Note that we have dropped all terms with $\eta^r$ for $r > 2$ all the way up to 7. How does this perform? Let us compare with the exact third order updator (from last section).

Exact vs truncated third order updators.

There is no observable difference! Unfortunately, the truncated version executes slower (2.2s) than the exact third order updator (1.7s) due to expression expansion when truncating higher order terms. Fully expanding the expression as a series in $\eta$ and then truncating it leads to even worse performance (as learned when implementing the exact third order updator earlier), so I had to implement a graph preserving truncation algorithm, where as much as possible of the original computation graph is kept while throwing away higher order terms. It might be possible to improve this, as my implementation completely expand multiplications, which could be done partially in some way to lose less structure.

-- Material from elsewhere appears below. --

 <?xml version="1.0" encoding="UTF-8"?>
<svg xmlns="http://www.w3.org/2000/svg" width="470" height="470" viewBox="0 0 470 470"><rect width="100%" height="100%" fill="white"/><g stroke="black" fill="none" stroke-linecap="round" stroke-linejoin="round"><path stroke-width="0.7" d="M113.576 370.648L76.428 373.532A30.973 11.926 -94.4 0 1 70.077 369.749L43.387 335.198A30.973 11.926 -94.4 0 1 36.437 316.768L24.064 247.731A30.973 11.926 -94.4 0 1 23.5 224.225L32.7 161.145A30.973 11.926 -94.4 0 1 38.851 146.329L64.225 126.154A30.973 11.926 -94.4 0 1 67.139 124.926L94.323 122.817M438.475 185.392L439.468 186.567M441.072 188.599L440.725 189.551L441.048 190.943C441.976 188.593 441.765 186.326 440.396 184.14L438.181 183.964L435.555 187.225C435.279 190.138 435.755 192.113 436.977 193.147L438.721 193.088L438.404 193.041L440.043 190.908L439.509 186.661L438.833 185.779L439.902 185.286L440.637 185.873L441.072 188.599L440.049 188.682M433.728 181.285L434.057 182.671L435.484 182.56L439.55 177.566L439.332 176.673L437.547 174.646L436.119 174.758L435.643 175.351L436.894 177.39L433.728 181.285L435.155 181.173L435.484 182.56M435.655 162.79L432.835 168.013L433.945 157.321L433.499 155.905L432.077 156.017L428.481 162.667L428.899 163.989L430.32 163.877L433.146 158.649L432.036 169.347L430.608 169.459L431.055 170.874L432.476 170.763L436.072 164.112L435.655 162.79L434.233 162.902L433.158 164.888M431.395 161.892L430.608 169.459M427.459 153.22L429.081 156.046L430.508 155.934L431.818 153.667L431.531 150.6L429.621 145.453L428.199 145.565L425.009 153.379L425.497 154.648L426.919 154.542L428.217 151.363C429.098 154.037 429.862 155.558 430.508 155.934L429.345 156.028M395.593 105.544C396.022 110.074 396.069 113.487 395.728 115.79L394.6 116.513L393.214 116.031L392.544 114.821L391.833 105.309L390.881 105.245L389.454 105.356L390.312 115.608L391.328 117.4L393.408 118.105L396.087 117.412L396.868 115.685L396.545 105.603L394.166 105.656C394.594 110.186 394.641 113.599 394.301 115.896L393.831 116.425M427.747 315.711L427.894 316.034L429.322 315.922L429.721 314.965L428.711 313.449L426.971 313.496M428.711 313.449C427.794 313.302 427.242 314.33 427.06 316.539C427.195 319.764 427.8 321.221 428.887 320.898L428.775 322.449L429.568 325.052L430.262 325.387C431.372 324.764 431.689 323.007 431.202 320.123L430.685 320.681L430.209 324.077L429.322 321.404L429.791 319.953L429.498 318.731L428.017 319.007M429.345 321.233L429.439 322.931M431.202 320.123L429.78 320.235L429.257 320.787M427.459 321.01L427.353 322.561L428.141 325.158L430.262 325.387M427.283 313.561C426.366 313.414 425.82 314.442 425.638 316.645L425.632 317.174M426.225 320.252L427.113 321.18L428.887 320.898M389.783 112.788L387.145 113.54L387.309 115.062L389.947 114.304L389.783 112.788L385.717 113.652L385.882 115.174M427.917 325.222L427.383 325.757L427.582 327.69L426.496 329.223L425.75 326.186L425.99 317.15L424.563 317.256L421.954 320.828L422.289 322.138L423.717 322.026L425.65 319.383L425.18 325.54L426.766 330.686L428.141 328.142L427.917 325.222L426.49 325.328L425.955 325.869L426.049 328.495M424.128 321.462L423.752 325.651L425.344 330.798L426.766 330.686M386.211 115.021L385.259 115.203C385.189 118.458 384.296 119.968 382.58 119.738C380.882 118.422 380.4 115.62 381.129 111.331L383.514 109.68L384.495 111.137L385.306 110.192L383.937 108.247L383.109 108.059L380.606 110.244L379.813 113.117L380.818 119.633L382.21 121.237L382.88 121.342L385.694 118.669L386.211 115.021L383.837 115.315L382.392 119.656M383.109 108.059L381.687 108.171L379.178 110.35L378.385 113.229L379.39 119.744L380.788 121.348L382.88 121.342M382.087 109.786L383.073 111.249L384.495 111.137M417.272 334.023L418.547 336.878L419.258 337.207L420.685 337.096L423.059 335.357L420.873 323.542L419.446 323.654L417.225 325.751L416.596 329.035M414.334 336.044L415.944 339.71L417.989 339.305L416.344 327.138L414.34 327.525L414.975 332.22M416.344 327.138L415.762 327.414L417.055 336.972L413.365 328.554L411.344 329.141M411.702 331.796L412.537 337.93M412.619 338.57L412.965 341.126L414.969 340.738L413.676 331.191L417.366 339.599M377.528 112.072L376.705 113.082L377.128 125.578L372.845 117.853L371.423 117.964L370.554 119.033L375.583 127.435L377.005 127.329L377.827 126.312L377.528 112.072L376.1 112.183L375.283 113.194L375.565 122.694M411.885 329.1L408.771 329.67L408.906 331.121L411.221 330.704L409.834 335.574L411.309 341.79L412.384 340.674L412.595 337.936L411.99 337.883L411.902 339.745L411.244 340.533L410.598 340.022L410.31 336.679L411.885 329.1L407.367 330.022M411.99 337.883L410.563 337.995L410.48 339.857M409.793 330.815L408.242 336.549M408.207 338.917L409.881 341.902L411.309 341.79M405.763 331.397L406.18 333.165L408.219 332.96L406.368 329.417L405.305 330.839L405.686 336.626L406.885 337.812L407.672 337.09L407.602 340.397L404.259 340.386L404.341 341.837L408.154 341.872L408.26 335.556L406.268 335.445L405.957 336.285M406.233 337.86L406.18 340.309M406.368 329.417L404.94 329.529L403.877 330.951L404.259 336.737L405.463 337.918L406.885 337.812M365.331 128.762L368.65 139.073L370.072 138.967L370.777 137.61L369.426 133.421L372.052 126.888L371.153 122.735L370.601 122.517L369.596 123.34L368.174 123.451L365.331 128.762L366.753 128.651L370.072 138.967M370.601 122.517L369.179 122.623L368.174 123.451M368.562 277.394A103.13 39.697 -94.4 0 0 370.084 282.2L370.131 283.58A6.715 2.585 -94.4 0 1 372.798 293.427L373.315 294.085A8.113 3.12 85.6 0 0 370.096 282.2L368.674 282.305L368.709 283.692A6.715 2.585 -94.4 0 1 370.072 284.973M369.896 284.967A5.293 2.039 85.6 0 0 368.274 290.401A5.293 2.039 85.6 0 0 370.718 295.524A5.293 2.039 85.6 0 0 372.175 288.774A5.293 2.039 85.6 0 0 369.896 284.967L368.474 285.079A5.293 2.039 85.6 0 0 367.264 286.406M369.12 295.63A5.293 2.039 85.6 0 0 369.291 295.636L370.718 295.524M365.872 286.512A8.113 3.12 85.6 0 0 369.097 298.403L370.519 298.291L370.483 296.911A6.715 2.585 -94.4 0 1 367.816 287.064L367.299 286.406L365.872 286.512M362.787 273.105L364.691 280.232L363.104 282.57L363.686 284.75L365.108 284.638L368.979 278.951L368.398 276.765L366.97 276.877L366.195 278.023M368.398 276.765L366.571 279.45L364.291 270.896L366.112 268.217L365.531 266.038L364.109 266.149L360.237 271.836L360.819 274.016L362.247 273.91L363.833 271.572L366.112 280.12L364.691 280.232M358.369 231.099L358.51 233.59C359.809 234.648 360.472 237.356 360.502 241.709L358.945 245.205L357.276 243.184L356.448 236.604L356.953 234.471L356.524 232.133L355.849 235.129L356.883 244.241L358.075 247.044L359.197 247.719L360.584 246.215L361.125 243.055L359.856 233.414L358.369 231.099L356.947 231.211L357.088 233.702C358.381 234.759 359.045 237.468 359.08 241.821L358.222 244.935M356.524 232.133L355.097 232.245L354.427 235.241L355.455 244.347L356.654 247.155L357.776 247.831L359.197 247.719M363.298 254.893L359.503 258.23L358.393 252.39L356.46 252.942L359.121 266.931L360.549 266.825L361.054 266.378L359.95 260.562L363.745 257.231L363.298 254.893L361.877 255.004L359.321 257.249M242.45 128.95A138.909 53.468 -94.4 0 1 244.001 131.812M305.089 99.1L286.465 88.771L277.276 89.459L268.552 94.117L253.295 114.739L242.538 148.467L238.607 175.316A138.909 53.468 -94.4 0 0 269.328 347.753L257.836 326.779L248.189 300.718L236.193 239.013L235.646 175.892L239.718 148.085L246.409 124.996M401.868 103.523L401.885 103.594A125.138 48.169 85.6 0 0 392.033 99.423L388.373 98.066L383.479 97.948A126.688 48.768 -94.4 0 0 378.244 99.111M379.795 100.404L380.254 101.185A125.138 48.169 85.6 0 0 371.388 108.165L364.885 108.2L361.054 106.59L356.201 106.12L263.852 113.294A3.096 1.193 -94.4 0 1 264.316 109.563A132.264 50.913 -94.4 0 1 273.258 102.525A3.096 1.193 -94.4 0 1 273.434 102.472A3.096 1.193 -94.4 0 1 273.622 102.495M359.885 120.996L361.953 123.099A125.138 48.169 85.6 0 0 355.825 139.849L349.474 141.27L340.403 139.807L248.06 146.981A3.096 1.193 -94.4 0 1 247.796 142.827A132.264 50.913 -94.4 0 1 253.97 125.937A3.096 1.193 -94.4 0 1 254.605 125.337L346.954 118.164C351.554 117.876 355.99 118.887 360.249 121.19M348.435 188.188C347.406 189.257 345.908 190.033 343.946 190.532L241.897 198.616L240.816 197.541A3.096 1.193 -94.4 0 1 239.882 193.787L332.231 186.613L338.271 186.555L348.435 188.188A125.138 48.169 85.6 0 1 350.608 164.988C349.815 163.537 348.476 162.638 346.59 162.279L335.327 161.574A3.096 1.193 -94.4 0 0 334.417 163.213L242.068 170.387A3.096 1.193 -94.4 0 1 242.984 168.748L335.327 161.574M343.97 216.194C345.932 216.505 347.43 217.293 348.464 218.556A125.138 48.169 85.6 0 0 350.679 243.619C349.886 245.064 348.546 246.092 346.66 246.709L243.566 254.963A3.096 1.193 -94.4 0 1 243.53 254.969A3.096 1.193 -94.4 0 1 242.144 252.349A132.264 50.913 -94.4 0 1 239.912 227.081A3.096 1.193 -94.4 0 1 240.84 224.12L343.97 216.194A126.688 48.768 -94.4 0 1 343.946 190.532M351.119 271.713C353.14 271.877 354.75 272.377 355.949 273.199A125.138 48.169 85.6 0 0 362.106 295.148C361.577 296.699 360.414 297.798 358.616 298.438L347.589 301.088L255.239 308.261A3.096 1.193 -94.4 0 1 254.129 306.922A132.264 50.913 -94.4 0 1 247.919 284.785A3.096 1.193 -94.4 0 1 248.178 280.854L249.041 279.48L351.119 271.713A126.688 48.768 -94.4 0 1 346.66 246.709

However, note that the receptive field has decreased from $\pm 2$ to $\pm 1$ when truncating higher order terms. In general, truncating to r:th order removes any terms beyond the (spatial) r-nearest neighbors, maintaining the receptive field to $\pm r$. Truncating to second order means we need to maintain the stencil $(-2,-1,0,+1,+2)$. This motivates us to try composing truncated updators, since they will always have a small receptive field but have an increasingly longer “lookahead” in time. From now on, I will be implicit with the truncation level (which is 2) and the continuous derivative order (which is three) and only talk in terms of how many steps an updator performs in one go. Also, since we are approximating things now, let us to a slight shift in terminology and refer to the updators as predictors instead. Let us start with the four step predictor (which is to be interpreted as the truncated third order four step predictor). It runs in 2s, slightly faster than the third step predictor. What about 8-step? It runs in 1s! 16-step? You guessed it, 0.5s. Ok, but does it predict the correct results? Have a look yourself! Below is a comparison between the exact three step updator and the 16-step predictor

There is still no observable difference in the simulated time interval! It is at this point that I got really excited. But hold on, how does this compare to simply multiplying the step size by 16 in the one step updator, and then skip every 16 steps, making a naive first order 16-step predictor? Turns out that it still works fine for this specific simulation, but things go bad when you multiply with 32. So how does the 32 step predictor compare to the “naive 32 step predictor” obtained by multiplying $\eta$ by 32? It is still stable!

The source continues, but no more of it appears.